On first launch, macOS may prompt for the following permissions. If not prompted, enable them manually:
| Permission | Purpose | How to Enable |
|---|---|---|
| Screen Recording | System audio capture via ScreenCaptureKit | System Settings > Privacy & Security > Screen & System Audio Recording > Enable OST |
| System Audio Recording | System audio capture permission on macOS 15+ | System Settings > Privacy & Security > Screen & System Audio Recording > Enable OST |
| Speech Recognition | SFSpeechRecognizer access | System Settings > Privacy & Security > Speech Recognition > Enable OST |
If you enable permissions manually in System Settings, restart OST for changes to take effect.
Speech recognition (especially server-based) requires Siri & Dictation to be enabled:
- Open System Settings > Siri & Spotlight
- Turn on Siri (or "Listen for...")
- If using on-device recognition only, Siri does not need to be active — but the speech model must be downloaded (see Step 3)
For faster, offline, and more reliable recognition:
- Open System Settings > General > Keyboard > Dictation
- Under Languages, download the speech model for your source language (e.g., English, Korean, Japanese)
- After download, confirm "On-device recognition" remains enabled in OST Settings > Languages tab
Without the on-device model, server-based recognition is used. This requires internet and may have higher latency.
For offline translation using Apple Translation framework:
- Open System Settings > General > Language & Region > Translation Languages
- Download the language pair you need (e.g., English ↔ Korean)
Without the translation pack, translation will not work offline.
# Clone the repository
git clone https://github.com/9bow/OST.git
cd OST
# Full build → produces build/OST.app
./build.sh
# Type-check only (no binary)
./build.sh --typecheck
# Run project checks
./test.sh
# Clean build
./build.sh --clean
# Run
open build/OST.appNo Xcode project is required. The build script compiles all Swift sources via xcrun swiftc.
./test.sh uses system command-line tools only and runs documentation, workflow, regression, behavioral, and type-check gates.
For release checks that require real macOS permissions, audio capture, Apple Translation language packs, or online fallback network behavior, use docs/manual-qa.md.
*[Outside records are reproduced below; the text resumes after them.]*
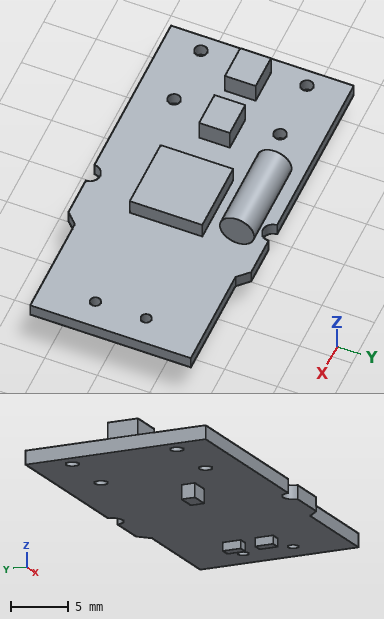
import cadquery as cq

board_length = 34.0
board_width = 17.4
board_thickness = 1.3
shoulder_x = 22.95
shoulder_depth = 1.05
notch_x = 18.12
notch_diameter = 1.9

hole_line_y = -0.15
large_hole_diameter = 1.2
large_hole_columns = [1.6, 7.58]
large_hole_spacing = 10.1
small_hole_diameter = 1.0
small_hole_x = 31.38
small_hole_spacing = 4.83

block_length = 3.45
block_width = 2.92
block_height = 2.05
block_centers_x = [3.23, 9.0]
chip_side = 6.9
chip_height = 1.6
chip_x = 17.48
chip_y = -0.27

lower_block_length = 1.95
lower_block_width = 1.3
lower_block_height = 1.33
lower_block_x = 12.05
lower_block_y = -1.87
pad_length = 0.95
pad_width = 1.75
pad_height = 0.78
pad_x = 28.15
pad_centers_y = [1.65, -1.45]

can_diameter = 3.25
can_length = 8.4
can_start_x = 12.0
can_y = 6.25


def box_at(length, width, height, x, y, bottom_z):
    """Box centred on (x, y), standing on bottom_z."""
    box = cq.Workplane("XY").box(length, width, height, centered=(True, True, False))
    return box.translate((x, y, bottom_z))


def make_plate():
    """Board outline with a narrow right end, edge notches and holes."""
    half_width = board_width / 2
    narrow_half_width = half_width - shoulder_depth
    narrow_x = shoulder_x + shoulder_depth
    outline = [
        (0, -half_width),
        (shoulder_x, -half_width),
        (narrow_x, -narrow_half_width),
        (board_length, -narrow_half_width),
        (board_length, narrow_half_width),
        (narrow_x, narrow_half_width),
        (shoulder_x, half_width),
        (0, half_width),
    ]
    plate = cq.Workplane("XY").polyline(outline).close().extrude(board_thickness)

    def drill(points, diameter):
        return cq.Workplane("XY").pushPoints(points).circle(diameter / 2).extrude(board_thickness)

    notch_points = [(notch_x, side * half_width) for side in (-1, 1)]
    large_points = [
        (x, hole_line_y + side * large_hole_spacing / 2)
        for x in large_hole_columns
        for side in (-1, 1)
    ]
    small_points = [
        (small_hole_x, hole_line_y + side * small_hole_spacing / 2) for side in (-1, 1)
    ]
    plate = plate.cut(drill(notch_points, notch_diameter))
    plate = plate.cut(drill(large_points, large_hole_diameter))
    return plate.cut(drill(small_points, small_hole_diameter))


def make_board():
    """Plate in one piece with the raised blocks on both faces."""
    board = make_plate()
    for x in block_centers_x:
        board = board.union(box_at(block_length, block_width, block_height, x, 0, board_thickness))
    board = board.union(box_at(chip_side, chip_side, chip_height, chip_x, chip_y, board_thickness))
    board = board.union(
        box_at(
            lower_block_length, lower_block_width, lower_block_height,
            lower_block_x, lower_block_y, -lower_block_height,
        )
    )
    for y in pad_centers_y:
        board = board.union(box_at(pad_length, pad_width, pad_height, pad_x, y, -pad_height))
    return board


def make_can():
    """Cylinder along X that touches the board top along one line."""
    radius = can_diameter / 2
    can = cq.Workplane("YZ").circle(radius).extrude(can_length)
    return can.translate((can_start_x, can_y, board_thickness + radius))


board = make_board()
can = make_can()

result = cq.Compound.makeCompound([board.solids().val(), can.val()])

If macOS blocks the app on first run, execute:
xattr -dr com.apple.quarantine build/OST.app
- Click the captions bubble icon in the menu bar
- Select source and target languages (or use "Auto" for automatic detection)
- Click Start Capture to begin capturing system audio
- The overlay window(s) will appear with live transcription and translation
| Action | How |
|---|---|
| Lock/Unlock | Menu bar > Lock Overlay, or Settings > Display > Overlay Window |
| Move | Unlock, then drag the overlay window |
| Resize | Unlock, then drag the window edges |
| Scroll | Unlock, then scroll through subtitle history |
| Reset position | Settings > Display > "Reset All Overlay Windows" |
- Locked mode: The overlay is click-through — interact with windows behind it normally
- Unlocked mode: Drag to move, resize edges, scroll through subtitle history. Auto-scrolls to the latest text
Configure in Settings > Display > Mode:
- Combined: Single window showing both original and translated text
- Split: Default mode with two separate windows — recognition (original text) and translation. Each window can be independently positioned and resized. Menu bar Lock/Unlock applies to both windows simultaneously; Settings can lock each window independently
- Speech Pause: Adjust in Settings > Display > "Speech Pause" slider (default 3s). Shorter values finalize text faster; longer values wait for natural sentence endings
- Subtitle Expiry: Old subtitles automatically fade after the configured time (default 20s)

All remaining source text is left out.